Ben Taylor (Ziff.ai)
1:45pm-2:25pm Thursday, September 6, 2018
Sponsored
Location: Yosemite A
Secondary topics:  AI in the Enterprise, Text, Language, and Speech
Average rating: ****.
(4.50, 2 ratings)

What you'll learn

  • Learn what the state of the art for deep learning looks like across multiple industries

Description

What if you could QA everything and make your best employees 10–100x more efficient? In the past two years in the market, Dell EMC has realized some key things about providing AI value. Engineers and executives want AI to do more than researchers typically consider. Business leaders want AI to consume all of the data that matters (images, audio, video, text, structured, etc.). Businesses also want AI to get smarter “automagically.”

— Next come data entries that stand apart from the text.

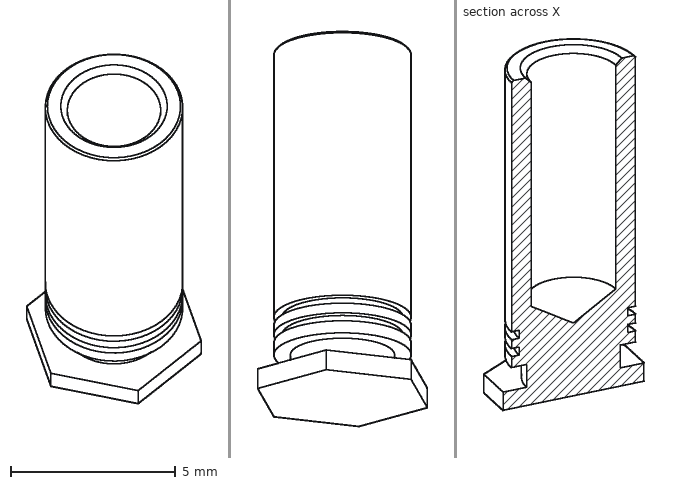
import cadquery as cq
import math

total_height = 11.11
body_diameter = 4.19
top_edge_chamfer = 0.07

hex_across_flats = 4.75
hex_across_corners = 5.48
hex_height = 0.63

neck_diameter = 3.18
neck_top = 1.39
groove_diameter = 3.69
lower_groove_bottom = 1.78
lower_groove_top = 2.03
upper_groove_bottom = 2.34
upper_groove_top = 2.6

bore_diameter = 2.84
mouth_diameter = 3.24
mouth_depth = (mouth_diameter - bore_diameter) / 2
drill_point_angle = 118.0
bore_floor = 3.33
drill_point_depth = bore_diameter / 2 / math.tan(math.radians(drill_point_angle / 2))


def cylinder(diameter, bottom, top):
    return cq.Workplane("XY").workplane(offset=bottom).circle(diameter / 2).extrude(top - bottom)


def make_bore():
    bore_radius = bore_diameter / 2
    mouth_radius = mouth_diameter / 2
    return (
        cq.Workplane("XZ")
        .moveTo(0, bore_floor - drill_point_depth)
        .lineTo(bore_radius, bore_floor)
        .lineTo(bore_radius, total_height - mouth_depth)
        .lineTo(mouth_radius, total_height)
        .lineTo(0, total_height)
        .close()
        .revolve(360, (0, 0, 0), (0, 1, 0))
    )


def make_head():
    corner_x = hex_across_corners / 2
    flat_end_x = corner_x / 2
    flat_y = hex_across_flats / 2
    corners = [
        (corner_x, 0),
        (flat_end_x, flat_y),
        (-flat_end_x, flat_y),
        (-corner_x, 0),
        (-flat_end_x, -flat_y),
        (flat_end_x, -flat_y),
    ]
    return cq.Workplane("XY").polyline(corners).close().extrude(hex_height)


neck = cylinder(neck_diameter, hex_height, neck_top)
groove_core = cylinder(groove_diameter, neck_top, upper_groove_top)
lower_ring = cylinder(body_diameter, neck_top, lower_groove_bottom)
upper_ring = cylinder(body_diameter, lower_groove_top, upper_groove_bottom)
sleeve = cylinder(body_diameter, upper_groove_top, total_height).faces(">Z").chamfer(top_edge_chamfer)

result = make_head()
for section in (neck, groove_core, lower_ring, upper_ring, sleeve):
    result = result.union(section)
result = result.cut(make_bore())

Ben Taylor shares real use cases of business transformation and realized value in production using deep learning and discusses some of the executive conversations and behaviors Dell EMC is seeing in the market. You’ll get a sense of what the state of the art looks like across multiple industries and see what is actually being done versus what is still a toy problem. Along the way, Ben outlines the top reasons why the majority of AI projects fail to ship value and touches on concerns around IP and AI liability (i.e., automated adverse impact).

This session is sponsored by Dell EMC.

Ben Taylor

Ziff.ai

Ben Taylor is a cofounder at Ziff.ai, delivering automated deep learning into production. Ben has over 14 years of machine learning experience and is known for pushing the boundaries for what is possible with deep learning, including predicting country of origin, genetic haplogroups from a face, and even the ranking of ABC’s The Bachelor contestants. Previously, he worked in the semiconductor industry for Intel and Micron in photolithography, process control, and yield prediction and as a Wall Street quant building sentiment stock models for a hedge fund trading the S&P 1500 on news content on a 600 GPU cluster. Ben left finance and the semiconductor industry to work for Sequoia-backed startup HireVue, where he led the company’s machine learning efforts around digital interview prediction and adverse impact mitigation.